[A cura di: ing. Fabrizio Mario Vinardi, Segretario Ordine degli Ingegneri della Provincia di Torino. Si ringrazia: l’ing. Aldo Celano per il contributo in materia di emergenza sanitaria Covid-19]
La Scienza sembra non avere più dubbi: tutti i nostri progenitori sono nati nella zona tra il Corno d’Africa e la regione dei grandi laghi, al confine tra Tanzania e Kenya.
È proprio in questa “culla” dell’umanità che alcuni milioni di anni or sono comparvero i primi ominidi e, in epoca molto più recente, la specie da cui discendiamo direttamente (homo sapiens sapiens), indicativamente 200.000 anni fa, uno più uno meno.
Secondo i paleoantropologi, tra le condizioni fondamentali che favorirono lo sviluppo della nostra specie proprio in quelle regioni sono da annoverare il microclima temperato e l’abbondanza di acqua, che insieme contribuirono alla crescita di una vegetazione rigogliosa (vari ritrovamenti testimoniano come, all’epoca, il deserto del Sahara fosse una lussureggiante distesa verde); non vi sono ovviamente dubbi sul fatto che l’aria che respiravano i nostri antenati fosse priva degli inquinamenti attuali.

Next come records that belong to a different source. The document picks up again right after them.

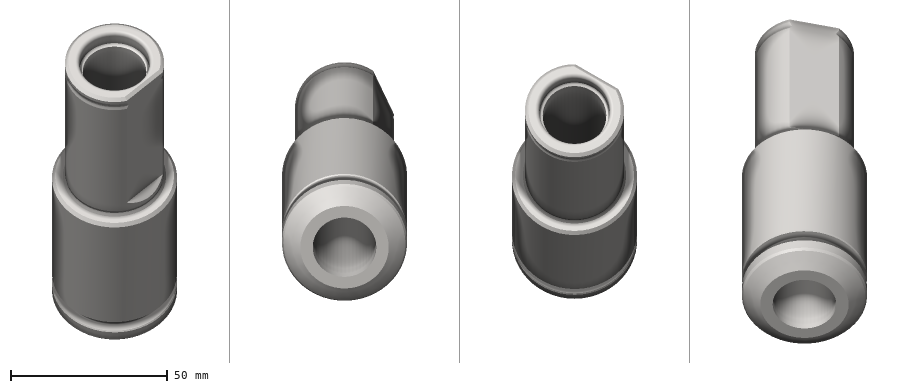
import cadquery as cq

total_height = 124.0
body_radius = 40.0 / 2
rod_radius = 31.7 / 2

base_radius = 14.1
foot_cone_height = 3.5
foot_bevel_radius = 19.5
foot_band_bottom = 4.3
foot_top = 8.3

body_groove_radius = 34.0 / 2
body_bottom = 12.9
groove_edge_chamfer = 0.4
groove_root_fillet = 0.4

shoulder_height = 64.0
shoulder_chamfer_width = 1.0
shoulder_chamfer_height = 1.1
neck_radius = 31.4 / 2
neck_foot_radius = 16.5
neck_root_bottom = 64.9
neck_root_top = 65.2
neck_top = 66.0

snap_groove_radius = 31.0 / 2
snap_groove_bottom = 118.9
snap_root_bottom = 120.0
snap_root_top = 120.5
snap_groove_top = 121.9
tip_chamfer_width = 1.1
tip_chamfer_height = 0.9

bore_radius = 20.3 / 2
counterbore_radius = 22.5 / 2
bore_mouth_radius = 25.0 / 2
counterbore_depth = 5.1
counterbore_seat_height = 0.5

flat_offset = 13.6
runout_bottom = 67.6


def turned_body():
    """Revolve the outer profile, given as (radius, height) points, about Z."""
    groove_rim = body_radius - groove_edge_chamfer
    profile = [
        (0, 0),
        (base_radius, 0),
        (foot_bevel_radius, foot_cone_height),
        (body_radius, foot_band_bottom),
        (body_radius, foot_top - groove_edge_chamfer),
        (groove_rim, foot_top),
        (body_groove_radius, foot_top),
        (body_groove_radius, body_bottom),
        (groove_rim, body_bottom),
        (body_radius, body_bottom + groove_edge_chamfer),
        (body_radius, shoulder_height - shoulder_chamfer_height),
        (body_radius - shoulder_chamfer_width, shoulder_height),
        (neck_foot_radius, shoulder_height),
        (neck_radius, neck_root_bottom),
        (neck_radius, neck_root_top),
        (rod_radius, neck_top),
        (rod_radius, snap_groove_bottom),
        (snap_groove_radius, snap_root_bottom),
        (snap_groove_radius, snap_root_top),
        (rod_radius, snap_groove_top),
        (rod_radius, total_height - tip_chamfer_height),
        (rod_radius - tip_chamfer_width, total_height),
        (0, total_height),
    ]
    turned = cq.Workplane("XZ").polyline(profile).close().revolve(360, (0, 0, 0), (0, 1, 0))
    groove_root_edges = cq.selectors.BoxSelector(
        (-body_radius, -body_radius, foot_top - groove_edge_chamfer / 2),
        (body_radius, body_radius, body_bottom + groove_edge_chamfer / 2),
        boundingbox=True,
    )
    groove_edges = turned.edges("%CIRCLE").edges(groove_root_edges)
    return groove_edges.edges(cq.selectors.RadiusNthSelector(0)).fillet(groove_root_fillet)


def bore():
    """Through bore with a counterbore and a conical seat and a rounded mouth."""
    counterbore_floor = total_height - counterbore_depth
    mouth_round = bore_mouth_radius - counterbore_radius
    diagonal = mouth_round * 0.5**0.5
    mouth_bottom = total_height - mouth_round
    return (
        cq.Workplane("XZ")
        .lineTo(bore_radius, 0)
        .lineTo(bore_radius, counterbore_floor - counterbore_seat_height)
        .lineTo(counterbore_radius, counterbore_floor)
        .lineTo(counterbore_radius, mouth_bottom)
        .threePointArc(
            (bore_mouth_radius - diagonal, mouth_bottom + diagonal),
            (bore_mouth_radius, total_height),
        )
        .lineTo(0, total_height)
        .close()
        .revolve(360, (0, 0, 0), (0, 1, 0))
    )


def side_flat():
    """Cutter for the flat: chamfered at the tip, with a 45 degree run-out at its lower end."""
    flat_depth = rod_radius - flat_offset
    profile = [
        (flat_offset - tip_chamfer_width, total_height),
        (flat_offset, total_height - tip_chamfer_height),
        (flat_offset, runout_bottom + flat_depth),
        (rod_radius, runout_bottom),
        (body_radius, runout_bottom),
        (body_radius, total_height),
    ]
    return cq.Workplane("XZ").polyline(profile).close().extrude(body_radius, both=True)


result = turned_body().cut(side_flat()).cut(bore())

Già queste considerazioni basterebbero per far comprendere l’importanza del microclima, soprattutto se si considera che – dal punto di vista evolutivo – il nostro organismo non è poi così diverso da quello dei primi sapiens, anche se le abitudini sono profondamente cambiate: il costume “adamitico” ha lasciato il posto ad abiti che rivestono la maggior parte del corpo, l’attività fisica dell’uomo primitivo (un cacciatore-raccoglitore che per cercare cibo percorreva una media di oltre 10 chilometri al giorno) ha lasciato il posto a una vita tutto sommato sedentaria, la nostra alimentazione è profondamente variata, ecc..
E solo alcune di queste diverse abitudini sono necessitate (ad esempio, oggi abitiamo regioni del pianeta il cui clima sarebbe proibitivo senza indumenti), mentre altre sono dettate dallo stile di vita “moderno” e dalle convenzioni sociali.
La definizione di “microclima” non è univoca, ma tutti concordano che il fine ultimo delle condizioni microclimatiche sia il benessere della persona, che si raggiunge attraverso la “qualità” degli ambienti in cui si vive/lavora, che dipende direttamente da due fattori principali:
Analizziamo insieme questi fattori.
Secondo il Ministero della Salute le condizioni microclimatiche ottimali dell’ambiente in cui vive un adulto in salute, che svolge attività fisica moderata (ossia la vita sedentaria di cui si diceva), con abbigliamento adeguato e in assenza di irraggiamento solare, sono le seguenti [1]:
Stagione | Temperatura aria [°C] | Umidità relativa [%] | Velocità aria [m/s] |
---|---|---|---|
Inverno | 19-22 | 40-50 | 0,01-0,1 |
Estate | 24-26 | 50-60 | 0,1-0,2 |
E questo con buona pace sia delle persone freddolose sia di quelle sempre accaldate.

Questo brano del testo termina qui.